Growing up I always saw myself as the “sick kid”. I was diagnosed with Asthma at 18 months old and every year until I was about 11 years old, I spent weeks in hospital. I remember going through school with this stigma that I’d labelled myself with and how much it affected me. My asthma eventually settled, and I felt like I was again in control of my body. I no longer considered myself as the ‘sick kid’. It wasn’t until I started experiencing gastrointestinal symptoms from around the age of 20 (however I wouldn’t be formally diagnosed with Ulcerative Colitis until 8 years later) that again, I would be tainted with the “sick kid” stigma.

I never thought much of it as the symptoms would come on randomly and then wouldn’t occur again for months. This went on for years and during that time I saw many different GPs trying to find some answers. The replies were common, it was always “change your diet” or “you have IBS, so take this supplement”. Once, I even remember being told I just had a lazy bowel (what does that mean and how is this even a diagnosis?????). I got to the point where I even started to doubt myself and began hiding my symptoms even from my family because I thought they wouldn’t believe me.

This is the worst part of living with an invisible illness. Not only are the symptoms you experience invisible, you begin to feel invisible yourself when not even medical professionals will listen to you. The problem with seeing all these doctors and never really getting an answer, was that I began to ignore the symptoms as I believed it wasn’t something to worry about. I did everything the doctors suggested and yet nothing improved, in fact over time it only got worse. I felt so alone, I knew what I was experiencing wasn’t normal, however when I spoke to health professionals about it, they didn’t seem too concerned. This left me feeling crazy and I questioned myself and what I was experiencing. It made me believe that perhaps my gut health wasn’t as bad as I thought.

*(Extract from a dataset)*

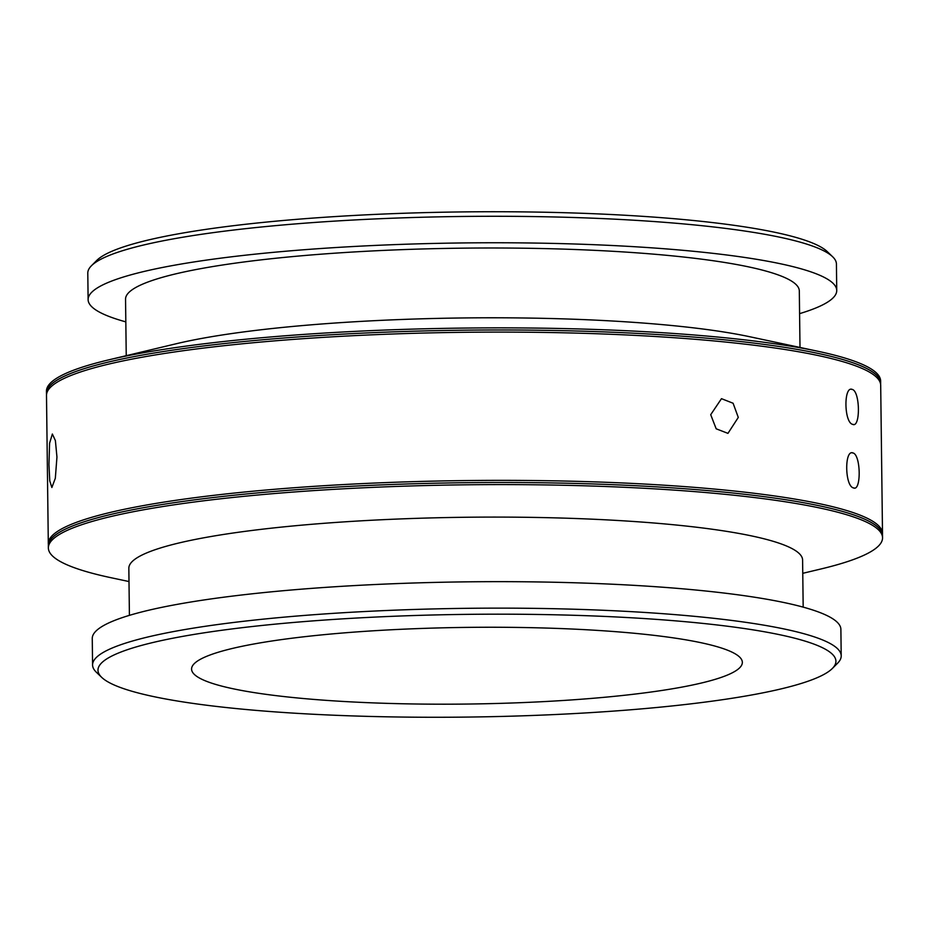 <?xml version="1.0" encoding="UTF-8"?>
<svg xmlns="http://www.w3.org/2000/svg" width="929" height="929" viewBox="0 0 929 929"><rect width="100%" height="100%" fill="white"/><g stroke="black" fill="none" stroke-linecap="round" stroke-linejoin="round"><path stroke-width="1.39" d="M738.288 417.423L733.097 403.244L721.485 398.669L710.708 414.682L716.189 428.815L727.953 433.367L738.288 417.423M56.948 457.033L55.392 440.59L52.361 434.017L49.597 443.203L48.947 464.488L49.771 480.932L51.873 487.493L55.322 478.319L56.948 457.033M852.241 389.425C843.555 385.512 843.985 422.59 852.671 424.367C860.602 428.327 860.161 391.225 852.241 389.425L851.278 389.286M853.019 452.969C844.333 449.055 844.763 486.134 853.449 487.911C861.38 491.871 860.939 454.769 853.019 452.969L852.056 452.829M123.429 688.575A368.999 51.35 179.3 0 0 510.056 716.213A368.999 51.35 179.3 0 0 832.349 668.474A368.999 51.35 179.3 0 0 810.494 642.868A368.999 51.35 179.3 0 0 372.784 617.193A368.999 51.35 179.3 0 0 101.737 677.404A368.999 51.35 179.3 0 0 123.429 688.575M101.737 677.404L96.384 672.271A374.341 52.094 -0.7 0 1 92.575 665.001A374.341 52.094 -0.7 0 1 397.089 610.074A374.341 52.094 -0.7 0 1 815.407 637.248A374.341 52.094 -0.7 0 1 841.209 655.851A374.341 52.094 -0.7 0 1 837.586 663.225L832.349 668.474M91.414 265.775L96.651 260.526A368.999 51.35 -0.7 0 1 418.944 212.787A368.999 51.35 -0.7 0 1 805.571 240.425A368.999 51.35 -0.7 0 1 827.263 251.596L832.616 256.729A374.341 52.094 179.3 0 0 810.622 245.395A374.341 52.094 179.3 0 0 418.387 217.351A374.341 52.094 179.3 0 0 91.414 265.775A374.341 52.094 179.3 0 0 87.79 273.149L88.116 299.626A374.341 52.094 -0.7 0 1 392.63 244.699A374.341 52.094 -0.7 0 1 810.947 271.872A374.341 52.094 -0.7 0 1 836.739 290.475A374.341 52.094 -0.7 0 1 799.59 313.642M836.739 290.475L836.425 263.999A374.341 52.094 179.3 0 0 832.616 256.729M125.821 321.875A374.341 52.094 -0.7 0 1 113.919 318.229A374.341 52.094 -0.7 0 1 88.116 299.626M126.239 355.679L125.543 299.161A336.902 46.891 -0.7 0 1 399.609 249.738A336.902 46.891 -0.7 0 1 776.087 274.183A336.902 46.891 -0.7 0 1 799.312 290.94L799.997 347.446M46.555 394.407A417.121 58.051 -0.7 0 1 46.473 393.339L46.45 391.225A417.121 58.051 -0.7 0 1 108.054 360.022L176.162 343.765A336.902 46.891 -0.7 0 1 749.808 336.751L818.286 351.348A417.121 58.051 -0.7 0 1 851.881 360.301A417.121 58.051 -0.7 0 1 880.634 381.029L880.657 383.154A417.121 58.051 -0.7 0 1 880.599 384.211M108.054 360.022A417.121 58.051 -0.7 0 1 818.286 351.348M46.473 393.339A417.121 58.051 -0.7 0 1 385.79 332.141A417.121 58.051 -0.7 0 1 851.916 362.415A417.121 58.051 -0.7 0 1 880.657 383.154M210.546 682.78A275.414 38.333 -0.7 0 1 191.571 669.089A275.414 38.333 -0.7 0 1 415.6 628.678A275.414 38.333 -0.7 0 1 723.366 648.663A275.414 38.333 -0.7 0 1 742.352 662.354A275.414 38.333 -0.7 0 1 518.312 702.765A275.414 38.333 -0.7 0 1 210.546 682.78M92.575 665.001L92.261 638.525A374.341 52.094 -0.7 0 1 396.764 583.598A374.341 52.094 -0.7 0 1 815.081 610.771A374.341 52.094 -0.7 0 1 840.884 629.374L841.209 655.851M129.41 615.358L128.841 568.269A336.902 46.891 -0.7 0 1 402.896 518.835A336.902 46.891 -0.7 0 1 779.385 543.291A336.902 46.891 -0.7 0 1 802.598 560.036L803.179 607.125M129.003 581.554L110.714 577.652A417.121 58.051 -0.7 0 1 77.119 568.699A417.121 58.051 -0.7 0 1 48.366 547.971A417.121 58.051 -0.7 0 1 387.683 486.761A417.121 58.051 -0.7 0 1 853.797 517.035A417.121 58.051 -0.7 0 1 882.55 537.775A417.121 58.051 -0.7 0 1 820.946 568.978L802.761 573.321M48.366 547.971L48.343 545.846A417.121 58.051 -0.7 0 1 387.648 484.648A417.121 58.051 -0.7 0 1 853.774 514.921A417.121 58.051 -0.7 0 1 882.527 535.661L882.55 537.775M48.401 544.789A417.121 58.051 -0.7 0 1 48.308 543.732A417.121 58.051 -0.7 0 1 387.625 482.523A417.121 58.051 -0.7 0 1 853.751 512.796A417.121 58.051 -0.7 0 1 882.504 533.536A417.121 58.051 -0.7 0 1 882.445 534.593M48.308 543.732L46.496 395.464A417.121 58.051 -0.7 0 1 385.814 334.254A417.121 58.051 -0.7 0 1 851.939 364.528A417.121 58.051 -0.7 0 1 880.692 385.268L882.504 533.536M852.671 424.367L853.623 424.507M853.449 487.911L854.401 488.05"/></g></svg>

I believe part of the problem with me getting a diagnosis was that my initial symptoms weren’t how most Ulcerative Colitis cases start out. I had the opposite in fact, I would go weeks at a time without being able to go to the toilet. It wasn’t until 2020 when my symptoms began to really impact my day-to-day life.  I found myself having more days off work sick than I had my whole working life.

I eventually had enough and tried out a new GP.  This doctor was immediately concerned with the symptoms I presented with and sent me for urgent tests. One being the Calprotectin test which measures the level of inflammation in your bowel. A normal reading should sit under 200 and mine came back at over 900. The following day I was in a specialist Gastroenterologists office, all organised by my new GP as she was so concerned with the results, and within a week I had my first colonoscopy. As a result, I was finally given an official diagnosis of Ulcerative Colitis.